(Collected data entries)

================

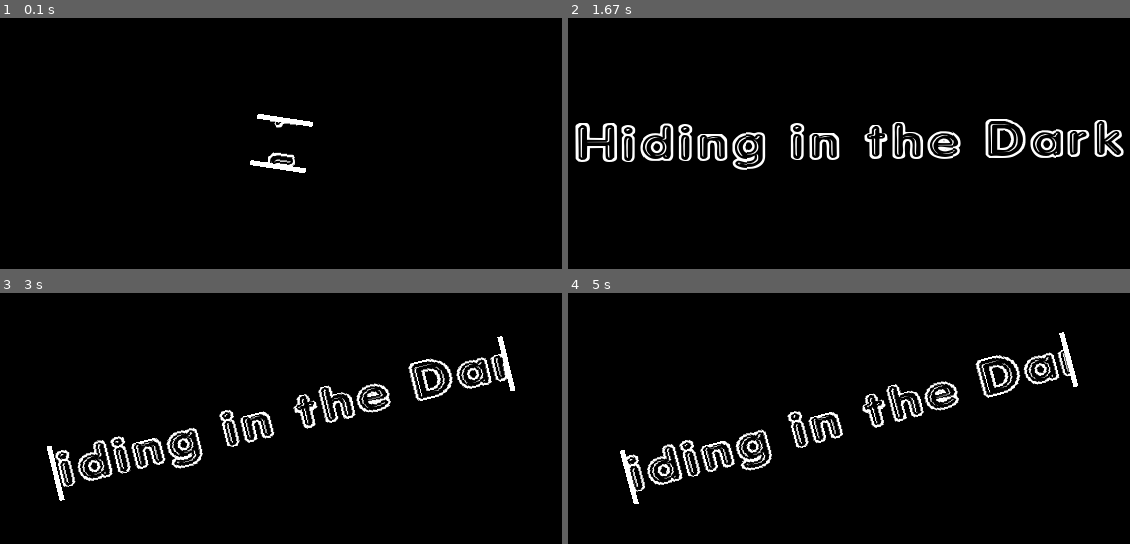
Above: before the commit, frames 1-4 (two rows, left to right).
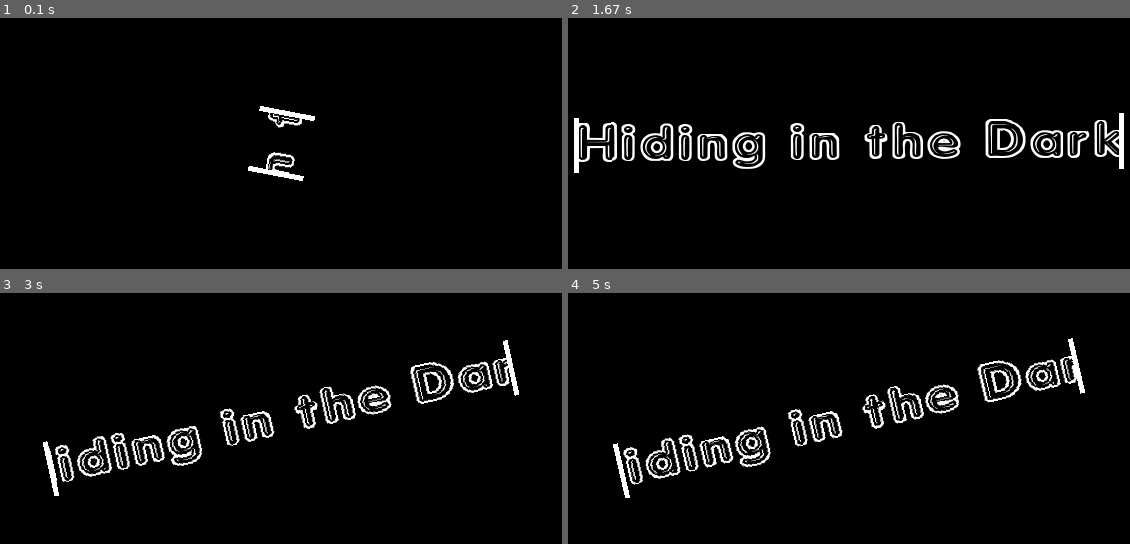
Above: after the commit, the same moments.

Repository: blankRiot96/pygame-poc
Game: pygame game, started from poc/text_effects/main.py
Same seed, same stepped clock (60 frames per second), same inputs: the game is played once before the commit and once after it.
Inputs:
- Up to frame 1 (0.1 s): no input
- Up to frame 2 (1.67 s): no input
- Up to frame 3 (3 s): no input
- Up to frame 4 (5 s): no input

The runs differ from the first frame. In frame 1, 0.9% of the frame differs, in the area x 44-57%, y 35-65%; in frame 2, 0.9%; in frame 3, 5.3%; in frame 4, 5.4%, in the area x 8-92%, y 15-85%.

Commit message:
Text effects are now stackable

Diff:
--- a/poc/text_effects/src/manager.py
+++ b/poc/text_effects/src/manager.py
@@ -4,21 +4,22 @@
 
 import pygame
 from src import shared
-from src.text_effects import RotateAndOpen, TextEffect
+from src.text_effects import EffectChain, Open, Reveal, Rotate
 from src.utils import render_at
 
 
 class EffectManager:
-    EFFECTS: list[TextEffect] = [
-        RotateAndOpen,
-    ]
-
     def __init__(self) -> None:
         self.get_effect()
 
     def get_effect(self) -> None:
-        self.current_effect: TextEffect = random.choice(EffectManager.EFFECTS)(
-            text="Hiding in the Dark", font=pygame.Font("neofont.ttf", 48), seconds=2.0
+        effects = [Open, Rotate]
+        self.current_effect = EffectChain(
+            effects,
+            text="Hiding in the Dark",
+            font=pygame.font.Font("neofont.ttf", 48),
+            seconds=2.0,
+            curve=3,
         )
 
     def update(self):
--- a/poc/text_effects/src/text_effects.py
+++ b/poc/text_effects/src/text_effects.py
@@ -1,4 +1,5 @@
 import abc
+import typing as t
 
 import pygame
 from src import shared
@@ -6,60 +7,129 @@
 
 
 class TextEffect(abc.ABC):
-    def __init__(self, text: str, font: pygame.Font, seconds: float) -> None:
+    def __init__(
+        self, text: str, font: pygame.Font, seconds: float, curve: int = 2
+    ) -> None:
         self.text = text
         self.font = font
         self.seconds = seconds
+        self.curve = curve
+
+        self.original_surf = self.font.render(self.text, True, "white")
+        self.original_rect = self.original_surf.get_rect()
         self.alive = True
+        self.max_seconds = self.seconds
+        self.get_time_ratio()
 
-    @abc.abstractmethod
+    def get_time_ratio(self) -> None:
+        self.seconds -= shared.dt
+        self.time_ratio = (self.seconds / self.max_seconds) ** self.curve
+
     def update(self) -> None:
+        self.get_time_ratio()
         if self.seconds <= 0.0:
             self.alive = False
 
+    def get_inst_surf(self) -> pygame.Surface:
+        return self.get_surf(self.original_surf)
+
     @abc.abstractmethod
-    def get_surf(self) -> pygame.Surface:
+    def get_surf(self, surf):
         ...
 
 
-class RotateAndOpen(TextEffect):
-    def __init__(self, text: str, font: pygame.Font, seconds: float) -> None:
-        super().__init__(text, font, seconds)
-        self.original_surf = self.font.render(self.text, True, "white")
-        self.original_rect = self.original_surf.get_rect()
-
-        self.max_seconds = self.seconds
-        self.seconds_passed = 0.0
-        self.max_degrees = 90.0
-        self.degrees = self.max_degrees
-        self.get_time_ratio()
-
-    def get_time_ratio(self) -> None:
-        self.seconds_passed += shared.dt
-        self.time_ratio = (self.seconds / self.max_seconds) ** 3
-
-    def rotate_degrees(self) -> None:
-        self.seconds -= shared.dt
-        self.degrees = self.time_ratio * self.max_degrees
+class Reveal(TextEffect):
+    def __init__(
+        self, text: str, font: pygame.Font, seconds: float, curve: int = 2
+    ) -> None:
+        super().__init__(text, font, seconds, curve)
+        self.alpha = 0
 
     def update(self) -> None:
         super().update()
-        self.get_time_ratio()
-        self.rotate_degrees()
+        self.alpha = 255 * (1 - self.time_ratio)
 
+    def get_surf(self, surf):
+        surf.set_alpha(self.alpha)
+        return surf
+
+
+class Open(TextEffect):
     def draw_bars(self, surf, rect) -> None:
-        if self.degrees < 1:
+        if self.seconds < 0.2:
             return
         bar = pygame.Surface((5, rect.height))
         bar.fill("white")
         render_at(surf, bar, "topleft")
         render_at(surf, bar, "topright")
 
-    def get_surf(self) -> pygame.Surface:
+    def kyoto_sub(self, surf: pygame.Surface, rect: pygame.Rect) -> pygame.Surface:
+        try:
+            return surf.subsurface(rect).copy()
+        except ValueError:
+            return surf
+
+    def get_surf(self, surf: pygame.Surface) -> pygame.Surface:
         width = (1 - self.time_ratio) * self.original_rect.width
         rect = pygame.Rect(0, 0, width, self.original_rect.height)
         rect.center = self.original_rect.center
-        surf = self.original_surf.subsurface(rect).copy()
+        surf = self.kyoto_sub(surf, rect)
         self.draw_bars(surf, rect)
 
+        return surf
+
+
+class Rotate(TextEffect):
+    def __init__(
+        self, text: str, font: pygame.Font, seconds: float, curve: int = 2
+    ) -> None:
+        super().__init__(text, font, seconds, curve)
+        self.max_degrees = 90.0
+        self.degrees = self.max_degrees
+
+    def rotate_degrees(self) -> None:
+        self.degrees = self.time_ratio * self.max_degrees
+
+    def update(self) -> None:
+        super().update()
+        self.rotate_degrees()
+
+    def get_surf(self, surf: pygame.Surface) -> pygame.Surface:
         return pygame.transform.rotate(surf, self.degrees)
+
+
+class EffectChain:
+    """Chains effects
+
+    PRECEDENCY:
+    * Open, Reveal
+    * Rotate
+
+    Higher precendency effects MUST always come BEFORE Lower precendency effects
+    Example:
+    - [Open, Rotate] ✅
+    - [Rotate, Open] ❌
+    """
+
+    def __init__(
+        self,
+        effect_queue: list[t.Type[TextEffect]],
+        text: str,
+        font: pygame.font.Font,
+        seconds: float,
+        curve: int = 2,
+    ) -> None:
+        self.effects = [Effect(text, font, seconds, curve) for Effect in effect_queue]
+        self.alive = True
+
+    def update(self):
+        self.alive = all(effect.alive for effect in self.effects)
+        for effect in self.effects:
+            effect.update()
+
+    def get_surf(self):
+        surf = self.effects[0].get_inst_surf()
+        for effect in self.effects[1:]:
+            surf = effect.get_surf(surf)
+
+        return surf

================

> YOUR ASSIGNMENT: A line qualifies when it holds the word "import"; report all qualifying lines from the records above.

> WRITTEN REPLY:
 import pygame
 from src import shared
-from src.text_effects import RotateAndOpen, TextEffect
+from src.text_effects import EffectChain, Open, Reveal, Rotate
 from src.utils import render_at
 import abc
+import typing as t
 import pygame
 from src import shared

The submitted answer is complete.